The dynamics of Congress’ approach to missile defense has changed, with Democrats acting more accepting of national missile defense than in the past, yet also showing reticence toward longer-term options, a senior Senate Armed Services Committee staff member said.

The professional staff member, who works on the SASC’s Republican side, said “while it’s true in the past that Democrats tended to favor theater missile defense over national missile defense, that’s not the case anymore.”

“The distinction now is between near-term missile defenses and longer-term missile defenses,” he said Monday before a Capitol Hill audience.

He pointed to a policy provision in the FY ’07 defense authorization bill saying the United States will “accord a priority to near-term missile defense systems.”

“And that included things like Patriot, THAAD [Terminal High Altitude Area Defense] and Aegis BMD [ballistic missile defense] — the traditional theater missile defense systems — but it also included GMD, or the Ground Based Midcourse Missile Defense system” for national defense, he said. “So the Democrats are on record supporting GMD, which is the old national missile defense program.”

“There’s clear support for the near-term capabilities,” the SASC staffer said.

Sources have pointed to Congress’ support of doubling the number of Aegis Standard Missile-3 (SM-3) and THAAD interceptors for use in the near term.

“Where there’s less support by the Democrats, I think, is on the longer-term capabilities, things that won’t be available until the end of the next decade–things like the Airborne Laser or the Kinetic Energy Interceptor or the Space Tracking and Surveillance System,” the SASC staffer said. “So the distinction is a little different.”

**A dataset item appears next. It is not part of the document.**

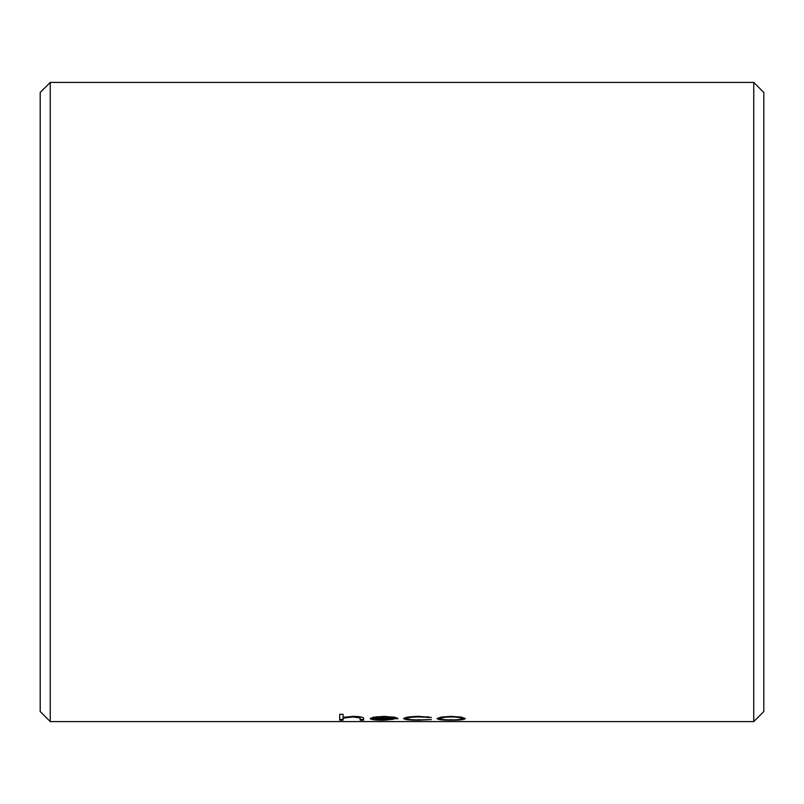 <?xml version="1.0" encoding="UTF-8"?>
<svg xmlns="http://www.w3.org/2000/svg" width="804" height="804" viewBox="0 0 804 804"><rect width="100%" height="100%" fill="white"/><g stroke="black" fill="none" stroke-linecap="round" stroke-linejoin="round"><path stroke-width="1.21" d="M40.2 711.54L40.2 92.46L50.25 82.41L50.25 721.59L40.2 711.54M753.75 82.41L763.8 92.46L763.8 711.54L753.75 721.59L753.75 82.41L50.25 82.41M343.057 718.374L343.057 720.173L339.72 720.173L339.72 714.314L343.057 714.314L343.057 717.329L353.408 716.374C360.895 716.635 364.292 717.369 363.579 718.565L363.579 720.173L360.242 720.173L359.85 717.821L352.815 716.957L343.569 718.103L343.057 719.088L344.353 717.078M393.548 719.248L383.95 720.213C375.458 720.213 370.895 719.68 370.262 718.605L373.398 717.248L384.031 716.374L394.985 717.289L397.94 718.696L373.599 718.696C374.111 719.469 377.428 719.861 383.528 719.881L393.548 719.248M431.356 717.459L418.653 716.957C411.718 717.057 407.829 717.6 407.015 718.585C407.809 719.459 411.698 719.892 418.673 719.881L431.356 719.57L418.623 720.213C409.678 720.233 404.693 719.711 403.668 718.635C404.673 717.289 409.749 716.545 418.894 716.374L431.356 717.459M451.175 716.374L461.506 717.148L465.235 718.605C464.451 719.68 459.757 720.213 451.175 720.213C442.572 720.213 437.868 719.68 437.074 718.605L440.803 717.148L451.175 716.374M753.75 721.59L50.25 721.59M343.057 716.615L343.057 714.314M360.242 719.449L363.579 719.449L363.579 718.565M360.242 718.706L359.85 717.108L358.061 716.565M359.85 717.821L359.85 717.108M352.815 716.957L352.815 716.243M343.569 718.103L343.569 717.379M343.057 719.449L339.72 719.449L339.72 714.314M383.95 720.213L383.95 719.49M374.031 719.088L370.483 718.243M397.216 717.982L394.603 717.982M373.95 717.982L373.599 718.696M384.201 716.243L384.201 716.957L377.187 717.379L377.187 716.665L373.95 717.52L373.95 718.233L394.603 718.233L394.603 717.52L392.854 716.917M377.187 717.379L373.95 718.233M394.603 718.233C393.126 717.439 389.659 717.017 384.201 716.957M428.552 717.731L428.552 717.017L426.874 716.726M418.653 716.957L418.653 716.243M409.698 716.856L407.015 717.871L407.015 718.585M418.623 720.213L418.623 719.49M407.668 719.067L403.909 718.263M465.013 718.233L461.315 719.077M451.175 720.213L451.175 719.49M441.004 719.077L437.306 718.233M443.908 716.716L440.421 717.892L440.421 718.615C441.024 719.449 444.602 719.871 451.155 719.881C457.717 719.871 461.295 719.449 461.898 718.615C461.295 717.66 457.717 717.108 451.155 716.957C444.602 717.108 441.024 717.66 440.421 718.615M461.898 718.615L461.898 717.892L458.29 716.696M451.155 716.243L451.155 716.957"/></g></svg>

Of course, he said, such matters inevitably have to do with money lawmakers are willing to spend.

After Democrats became the majority in Congress last year, the missile defense program received a cut of approximately 3 percent.

For fiscal year 2009, the House-passed defense authorization bill calls for roughly a 7 percent cut from the White House’s request, while the version of the legislation the Senate could take up in July includes approximately a 4 percent reduction.

An overall missile defense reduction between 4 percent and 7 percent that likely will emerge from a conference committee is short of projected cuts in the billions of dollars that some feared the Democrats would make, the SASC aide noted.

“If the Democrats want to continue to field capabilities–that is field the sea-based missiles and the THAADs and the Patriots and the GMD–they’re not going to be able to reduce missile defense funding a whole lot more,” he said.